You'll find on those mildly cool days where you want to take the chill out of the house. That they are far cheaper then using oil, gas, or straight electric.


----------



## DuMass

Thanks beenthere. I do heat with oil and actually just had my tank filled for the summer to the tune of 500.00 bucks, so am now considering the heat pump set up as well.
I hope I’m wrong, but with everything going on in the Gulf right now, I’m thinking I may be looking for something to offset the increasing cost of heating with oil this season.


----------



## beenthere

Strange thing is. Right now, in my area atleast. Gas prices are down again, since the spill started.

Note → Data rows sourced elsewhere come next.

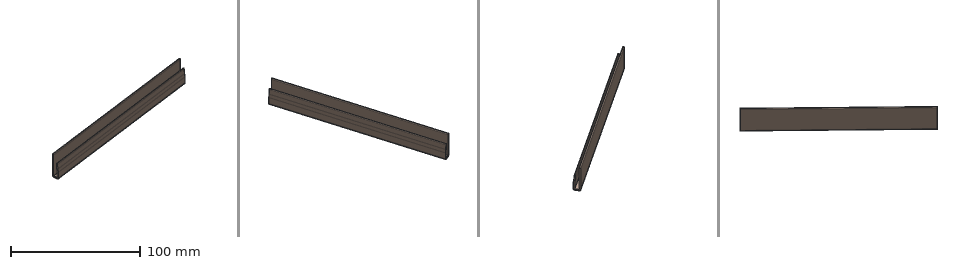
import cadquery as cq

length = 152.4
width = 6.1
height = 22.7

wall = 1.4
bend_radius = 1.4
wall_tip_radius = wall / 2

lip_height = 15.2
lip_inner = width - wall
inner_lean_start = 7.8
inner_lean_end = 11.7
inner_lean = 0.6
outer_lean_start = 7.3
outer_lean_end = 10.4
outer_lean = 0.5
tip_inner = 4.1
tip_width = 1.0
tip_radius = tip_width / 2


def clip_section():
    """Closed J outline in the XZ plane, with its lower left corner at the origin."""
    return (
        cq.Workplane("XZ")
        .moveTo(bend_radius, 0)
        .lineTo(width - bend_radius, 0)
        .radiusArc((width, bend_radius), -bend_radius)
        .lineTo(width, outer_lean_start)
        .lineTo(width - outer_lean, outer_lean_end)
        .lineTo(tip_inner + tip_width, lip_height - tip_radius)
        .threePointArc((tip_inner + tip_radius, lip_height), (tip_inner, lip_height - tip_radius))
        .lineTo(lip_inner - inner_lean, inner_lean_end)
        .lineTo(lip_inner, inner_lean_start)
        .lineTo(lip_inner, wall)
        .lineTo(wall, wall)
        .lineTo(wall, height - wall_tip_radius)
        .threePointArc((wall / 2, height), (0, height - wall_tip_radius))
        .lineTo(0, bend_radius)
        .radiusArc((bend_radius, 0), -bend_radius)
        .close()
    )


result = clip_section().extrude(length / 2, both=True)

If you currently heat with hot air. You can make it into a dual fuel system.


----------



## call of duty 5

hey guys
i'm looking a video tutorial for HVAC can you help us...?
i need more knowledge about HVAC, for now i was start accept fixing air conditioning in my province here in Philippines so far still good but i was afraid when time a big trouble come. pls


----------



## gene2

We have tried most of the brands listed but we have come back to Mitsubishi for the reliability & availability of parts. You should go with heat pumps, you will regret it if you don't.


----------



## hardhatharriet

gene2 said:


> We have tried most of the brands listed but we have come back to Mitsubishi for the reliability & availability of parts. You should go with heat pumps, you will regret it if you don't.


Thanks for the insight -- I would not have thought about the heat pumps!


----------



## Michael Lawrence

*RE: Fujitsu*

That thing about the Fujitsu isn't 100% correct... The company really is fussy about wholesalers only selling to contractors, contractors doing their own installation, and EVERYTHING requiring certification, etc. 

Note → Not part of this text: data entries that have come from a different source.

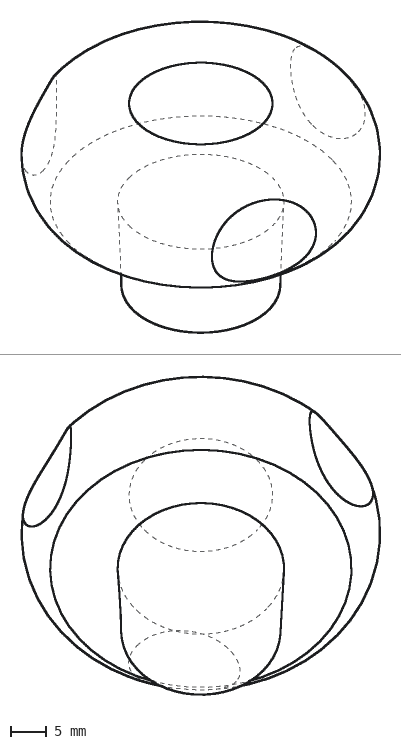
import cadquery as cq
import math

total_height = 33.0
stem_height = 15.0

head_radius = 25.0
tube_radius = 10.0
tube_center_radius = head_radius - tube_radius
tube_center_z = total_height - tube_radius
disc_radius = 10.0

stem_top_radius = 11.6
stem_draft_angle = 2.0
stem_bottom_radius = stem_top_radius - stem_height * math.tan(math.radians(stem_draft_angle))
stem_end_fillet = 1.0

scallop_radius = 25.0
scallop_depth = 2.5
scallop_angles = (90.0, 210.0, 340.0)


def make_head():
    underside_drop = tube_center_z - stem_height
    underside_radius = tube_center_radius + math.sqrt(tube_radius**2 - underside_drop**2)
    disc_offset = tube_center_radius - disc_radius
    disc_z = tube_center_z + math.sqrt(tube_radius**2 - disc_offset**2)
    profile = (
        cq.Workplane("XZ")
        .moveTo(0, stem_height)
        .lineTo(underside_radius, stem_height)
        .threePointArc((head_radius, tube_center_z), (disc_radius, disc_z))
        .lineTo(0, disc_z)
        .close()
    )
    return profile.revolve(360, (0, 0, 0), (0, 1, 0))


def make_stem():
    profile = (
        cq.Workplane("XZ")
        .lineTo(stem_bottom_radius, 0)
        .lineTo(stem_top_radius, stem_height)
        .lineTo(0, stem_height)
        .close()
    )
    stem = profile.revolve(360, (0, 0, 0), (0, 1, 0))
    return stem.faces("<Z").edges().fillet(stem_end_fillet)


def make_scallop_cutters():
    center_distance = head_radius - scallop_depth + scallop_radius
    centers = [
        (center_distance * math.cos(math.radians(a)), center_distance * math.sin(math.radians(a)))
        for a in scallop_angles
    ]
    return cq.Workplane("XY").pushPoints(centers).circle(scallop_radius).extrude(total_height)


result = make_head().cut(make_scallop_cutters()).union(make_stem())

That said, it's really only the Halcyons that require crazy hoops to be jumped through, but that's way more machine than you need for what you've stated. You would be fine using a base Fujitsu split and in fact it's probably one of the best splits out there.

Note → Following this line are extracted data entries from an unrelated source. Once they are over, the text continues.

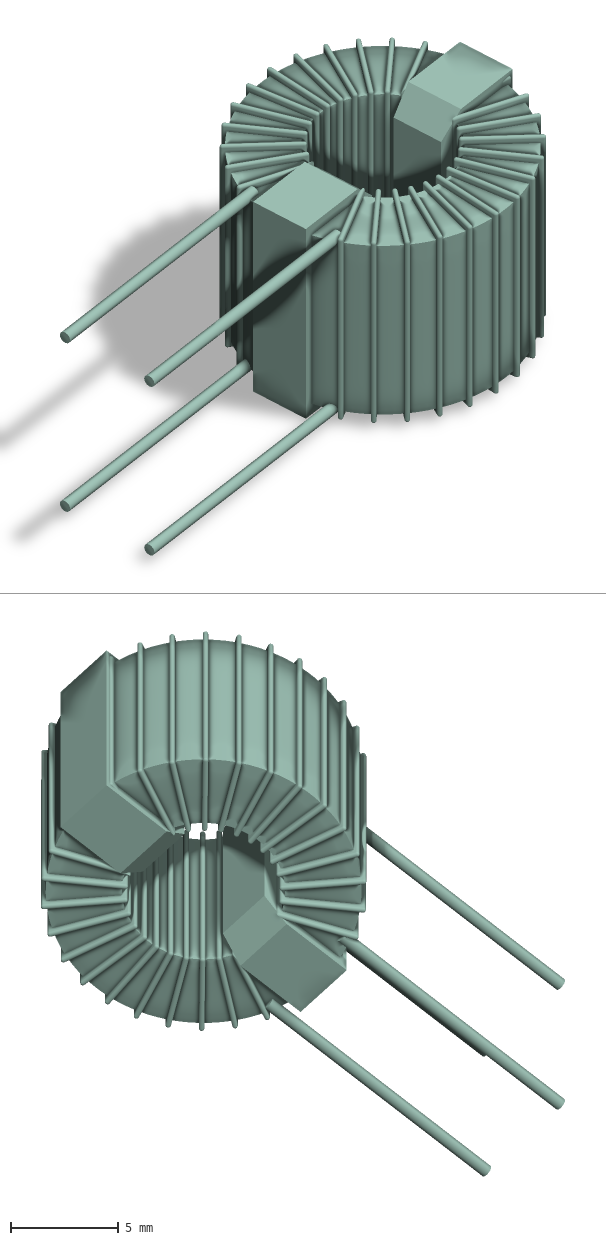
import cadquery as cq
import math

core_outer_radius = 7.366
core_inner_radius = 3.81
core_height = 10.16

wire_diameter = 0.254
wire_radius = wire_diameter / 2
turn_pitch = 12.0
first_turn_angle = turn_pitch / 2
turns_to_front = 6
turns_to_back = 7
radial_standoff = wire_diameter
axial_standoff = 1.5 * wire_diameter
turn_outer_radius = core_outer_radius + radial_standoff
turn_inner_radius = core_inner_radius - radial_standoff
turn_height = core_height + 2 * axial_standoff

block_width = 3.175
block_height = 11.43
block_outer_y = 7.62
block_inner_y = 2.54
block_chamfer = 1.27
block_draft_angle = 7.0

lead_diameter = 0.61
lead_spacing_x = 5.08
lead_spacing_z = core_height
lead_start_y = -6.43
lead_end_y = -20.32


def make_core():
    ring = cq.Workplane("XY").circle(core_outer_radius).circle(core_inner_radius)
    return ring.extrude(core_height / 2, both=True)


def make_turn():
    """One turn along +X: a flat web rimmed by round wire with ball-rounded corners."""
    rim_outer = turn_outer_radius - wire_radius
    rim_inner = turn_inner_radius + wire_radius
    rim_width = rim_outer - rim_inner
    rim_height = turn_height - wire_diameter
    turn = cq.Workplane("XY").box(rim_width, wire_diameter, rim_height)
    for side in (-1, 1):
        leg = cq.Workplane("XY", origin=(side * rim_width / 2, 0, 0))
        turn = turn.union(leg.circle(wire_radius).extrude(rim_height / 2, both=True))
        bar = cq.Workplane("YZ", origin=(0, 0, side * rim_height / 2))
        turn = turn.union(bar.circle(wire_radius).extrude(rim_width / 2, both=True))
    corners = cq.Workplane("XZ").rect(rim_width, rim_height, forConstruction=True).vertices()
    turn = turn.union(corners.sphere(wire_radius))
    return turn.translate(((rim_outer + rim_inner) / 2, 0, 0))


def make_winding():
    """All turns, placed in pairs mirrored about the YZ plane."""
    turn = make_turn().val()
    origin = cq.Vector(0, 0, 0)
    z_axis = cq.Vector(0, 0, 1)
    turns = []
    for index in range(-turns_to_front, turns_to_back):
        angle = first_turn_angle + index * turn_pitch
        for mirrored_angle in (angle, 180 - angle):
            turns.append(turn.rotate(origin, z_axis, mirrored_angle))
    return cq.Workplane("XY").newObject(turns)


def make_block_blank(side):
    """Block on the +Y (side = 1) or -Y (side = -1) part of the ring, without chamfers.

    Its flanks draw in toward the end that faces the bore.
    """
    half_width = block_width / 2
    shoulder_y = block_inner_y + block_chamfer
    tip_half_width = half_width - block_chamfer * math.tan(math.radians(block_draft_angle))
    plan = [
        (half_width, side * block_outer_y),
        (half_width, side * shoulder_y),
        (tip_half_width, side * block_inner_y),
        (-tip_half_width, side * block_inner_y),
        (-half_width, side * shoulder_y),
        (-half_width, side * block_outer_y),
    ]
    return cq.Workplane("XY").polyline(plan).close().extrude(block_height / 2, both=True)


def make_block(side):
    """Block with its bore end chamfered at the top and bottom."""
    bore_face = "<Y" if side > 0 else ">Y"
    blank = make_block_blank(side)
    return blank.faces(bore_face).edges("|X").chamfer(block_chamfer)


def make_leads():
    return (
        cq.Workplane("XZ", origin=(0, lead_start_y, 0))
        .rect(lead_spacing_x, lead_spacing_z, forConstruction=True)
        .vertices()
        .circle(lead_diameter / 2)
        .extrude(lead_start_y - lead_end_y)
    )


winding = make_winding()
for side in (-1, 1):
    winding = winding.cut(make_block_blank(side))

result = make_core().union(winding)
for side in (-1, 1):
    result = result.union(make_block(side))
result = result.union(make_leads())

Then again, I've heard little birdies talking about Mitsubishi rebranding Fujitsu's and selling them for little to no mark-up but without any of Fujitsu's paperwork/restrictions. But what do birds know?

Just my $0.02 anyways,
Michael


----------



## fliks

I have worked on 2 goodman heatpump mini splits and don't really like theirs.


----------



## HVAC Girl

We've been pleased with the LG line.


----------



## Juangesoto

*Daikin*

On Mini Split market existing same brand some really good other mmmm +/-. Personal I'm install and service for over 25 year, I recommend Daikin, Mitsubishi, Sanyo or fujitsu. on troubleshoot, the best unit w document and technical assit. Daikin. All the brand have different category, but I look for the quiet, Hiefficiency, Hi- technology & most experience factory, Daikin


----------